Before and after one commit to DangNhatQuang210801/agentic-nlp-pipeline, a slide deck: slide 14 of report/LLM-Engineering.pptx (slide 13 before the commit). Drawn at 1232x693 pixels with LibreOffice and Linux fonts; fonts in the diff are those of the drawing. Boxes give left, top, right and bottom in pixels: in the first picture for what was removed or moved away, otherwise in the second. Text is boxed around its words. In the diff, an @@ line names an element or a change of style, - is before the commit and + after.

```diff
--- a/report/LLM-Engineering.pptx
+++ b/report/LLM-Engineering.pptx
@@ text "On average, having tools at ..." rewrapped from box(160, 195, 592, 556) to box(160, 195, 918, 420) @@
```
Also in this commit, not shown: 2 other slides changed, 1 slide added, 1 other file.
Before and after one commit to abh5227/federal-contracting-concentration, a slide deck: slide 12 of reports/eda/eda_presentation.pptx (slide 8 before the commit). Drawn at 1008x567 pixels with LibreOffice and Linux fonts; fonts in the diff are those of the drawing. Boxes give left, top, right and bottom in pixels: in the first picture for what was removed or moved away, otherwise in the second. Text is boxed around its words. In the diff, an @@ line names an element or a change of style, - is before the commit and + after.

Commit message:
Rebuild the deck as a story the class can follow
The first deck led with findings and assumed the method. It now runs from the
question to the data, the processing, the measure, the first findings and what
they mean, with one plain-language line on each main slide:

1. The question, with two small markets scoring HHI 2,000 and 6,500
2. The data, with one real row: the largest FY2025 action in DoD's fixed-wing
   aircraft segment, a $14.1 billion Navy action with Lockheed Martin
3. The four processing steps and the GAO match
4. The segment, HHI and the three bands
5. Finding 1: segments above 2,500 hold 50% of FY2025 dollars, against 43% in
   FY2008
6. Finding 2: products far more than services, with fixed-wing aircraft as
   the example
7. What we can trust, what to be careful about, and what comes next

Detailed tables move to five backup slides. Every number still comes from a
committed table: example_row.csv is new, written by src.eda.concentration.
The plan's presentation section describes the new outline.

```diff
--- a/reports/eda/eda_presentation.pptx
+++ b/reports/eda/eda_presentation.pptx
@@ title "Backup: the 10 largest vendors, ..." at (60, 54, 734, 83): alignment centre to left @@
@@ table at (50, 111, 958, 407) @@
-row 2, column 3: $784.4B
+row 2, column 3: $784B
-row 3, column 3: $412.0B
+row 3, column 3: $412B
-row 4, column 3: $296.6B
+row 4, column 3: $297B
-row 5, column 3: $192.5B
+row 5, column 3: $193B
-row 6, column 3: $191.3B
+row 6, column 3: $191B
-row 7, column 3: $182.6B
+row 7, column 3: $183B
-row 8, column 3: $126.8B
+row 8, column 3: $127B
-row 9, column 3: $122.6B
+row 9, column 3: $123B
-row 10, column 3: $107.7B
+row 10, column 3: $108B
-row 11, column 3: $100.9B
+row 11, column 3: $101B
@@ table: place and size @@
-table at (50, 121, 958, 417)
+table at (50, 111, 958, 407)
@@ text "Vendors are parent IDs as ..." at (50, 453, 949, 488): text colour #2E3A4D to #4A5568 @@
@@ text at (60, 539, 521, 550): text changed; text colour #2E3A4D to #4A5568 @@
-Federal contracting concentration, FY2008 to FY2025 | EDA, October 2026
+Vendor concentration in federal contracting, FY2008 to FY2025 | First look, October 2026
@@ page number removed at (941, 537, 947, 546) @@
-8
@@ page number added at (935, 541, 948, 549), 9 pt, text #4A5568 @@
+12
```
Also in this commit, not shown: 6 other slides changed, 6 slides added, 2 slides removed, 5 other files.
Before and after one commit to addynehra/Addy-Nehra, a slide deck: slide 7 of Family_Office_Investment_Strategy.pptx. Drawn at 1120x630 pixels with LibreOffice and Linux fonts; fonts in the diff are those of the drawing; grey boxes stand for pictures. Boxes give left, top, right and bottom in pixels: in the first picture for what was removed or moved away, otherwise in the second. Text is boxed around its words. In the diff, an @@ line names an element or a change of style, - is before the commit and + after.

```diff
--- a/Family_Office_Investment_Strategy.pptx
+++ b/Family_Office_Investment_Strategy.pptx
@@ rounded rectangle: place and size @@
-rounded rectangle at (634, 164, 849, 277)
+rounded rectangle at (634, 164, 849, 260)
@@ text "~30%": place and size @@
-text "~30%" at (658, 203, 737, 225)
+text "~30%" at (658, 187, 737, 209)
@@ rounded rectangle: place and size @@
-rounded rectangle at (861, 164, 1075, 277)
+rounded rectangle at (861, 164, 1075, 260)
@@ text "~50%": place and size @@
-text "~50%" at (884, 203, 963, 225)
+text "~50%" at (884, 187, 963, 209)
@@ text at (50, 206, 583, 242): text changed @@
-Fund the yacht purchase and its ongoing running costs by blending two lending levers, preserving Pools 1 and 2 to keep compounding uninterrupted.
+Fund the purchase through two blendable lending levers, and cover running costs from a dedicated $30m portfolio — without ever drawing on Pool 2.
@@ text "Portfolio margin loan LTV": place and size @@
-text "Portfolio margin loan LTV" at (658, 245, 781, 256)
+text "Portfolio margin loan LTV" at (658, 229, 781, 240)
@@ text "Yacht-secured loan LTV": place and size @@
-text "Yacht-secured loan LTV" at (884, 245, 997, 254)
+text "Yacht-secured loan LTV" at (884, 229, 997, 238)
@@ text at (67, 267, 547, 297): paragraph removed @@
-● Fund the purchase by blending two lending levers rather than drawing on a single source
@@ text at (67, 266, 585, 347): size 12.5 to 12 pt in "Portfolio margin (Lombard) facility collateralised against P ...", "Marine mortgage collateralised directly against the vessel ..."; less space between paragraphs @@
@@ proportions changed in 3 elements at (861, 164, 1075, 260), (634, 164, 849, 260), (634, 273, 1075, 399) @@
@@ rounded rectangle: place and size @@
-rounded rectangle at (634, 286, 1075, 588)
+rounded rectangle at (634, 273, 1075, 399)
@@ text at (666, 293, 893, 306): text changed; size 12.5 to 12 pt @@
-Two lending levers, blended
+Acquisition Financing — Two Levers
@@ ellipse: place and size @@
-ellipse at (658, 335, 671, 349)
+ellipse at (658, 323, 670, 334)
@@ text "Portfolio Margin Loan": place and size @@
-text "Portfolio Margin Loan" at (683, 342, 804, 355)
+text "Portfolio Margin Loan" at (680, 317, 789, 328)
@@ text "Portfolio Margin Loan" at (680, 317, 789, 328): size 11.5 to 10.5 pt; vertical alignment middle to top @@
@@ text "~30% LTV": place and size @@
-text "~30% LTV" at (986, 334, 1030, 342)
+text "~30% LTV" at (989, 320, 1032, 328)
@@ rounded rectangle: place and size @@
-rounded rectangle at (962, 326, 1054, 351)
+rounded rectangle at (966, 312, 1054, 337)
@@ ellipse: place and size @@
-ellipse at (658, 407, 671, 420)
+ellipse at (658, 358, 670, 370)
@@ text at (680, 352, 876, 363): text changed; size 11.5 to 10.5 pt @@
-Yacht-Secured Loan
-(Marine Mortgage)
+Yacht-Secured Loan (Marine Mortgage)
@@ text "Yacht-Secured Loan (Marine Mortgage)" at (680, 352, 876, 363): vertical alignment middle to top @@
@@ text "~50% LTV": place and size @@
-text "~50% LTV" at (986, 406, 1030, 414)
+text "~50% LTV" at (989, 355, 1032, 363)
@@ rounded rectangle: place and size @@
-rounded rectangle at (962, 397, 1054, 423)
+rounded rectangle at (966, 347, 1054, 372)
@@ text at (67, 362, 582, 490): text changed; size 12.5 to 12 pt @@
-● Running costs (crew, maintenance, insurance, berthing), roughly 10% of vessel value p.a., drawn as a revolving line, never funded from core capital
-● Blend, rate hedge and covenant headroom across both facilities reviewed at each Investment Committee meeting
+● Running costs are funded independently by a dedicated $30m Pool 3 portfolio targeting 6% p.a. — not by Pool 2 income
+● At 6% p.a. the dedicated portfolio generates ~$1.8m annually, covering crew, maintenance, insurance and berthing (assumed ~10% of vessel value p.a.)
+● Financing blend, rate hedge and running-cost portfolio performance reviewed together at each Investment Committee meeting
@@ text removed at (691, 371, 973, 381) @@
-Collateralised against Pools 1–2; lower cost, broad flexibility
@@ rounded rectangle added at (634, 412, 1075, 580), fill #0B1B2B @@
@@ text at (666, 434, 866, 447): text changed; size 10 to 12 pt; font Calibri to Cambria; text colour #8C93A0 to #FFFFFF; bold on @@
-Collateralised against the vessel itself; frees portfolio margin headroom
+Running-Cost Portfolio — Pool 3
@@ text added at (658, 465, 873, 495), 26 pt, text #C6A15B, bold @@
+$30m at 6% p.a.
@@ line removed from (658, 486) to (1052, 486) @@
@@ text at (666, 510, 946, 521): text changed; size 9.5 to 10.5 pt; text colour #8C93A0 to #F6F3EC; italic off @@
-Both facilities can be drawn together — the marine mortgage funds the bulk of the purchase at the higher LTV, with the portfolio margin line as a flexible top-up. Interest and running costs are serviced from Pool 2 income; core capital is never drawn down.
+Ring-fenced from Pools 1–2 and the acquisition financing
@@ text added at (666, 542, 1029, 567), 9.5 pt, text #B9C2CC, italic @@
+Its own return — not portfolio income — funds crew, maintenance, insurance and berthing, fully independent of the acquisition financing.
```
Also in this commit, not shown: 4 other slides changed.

.....

TASK DETAILS:
Work through the entries, filtering for the string "question", and copy each line that holds it.

EXERCISE ANSWER:
question to the data, the processing, the measure, the first findings and what
1. The question, with two small markets scoring HHI 2,000 and 6,500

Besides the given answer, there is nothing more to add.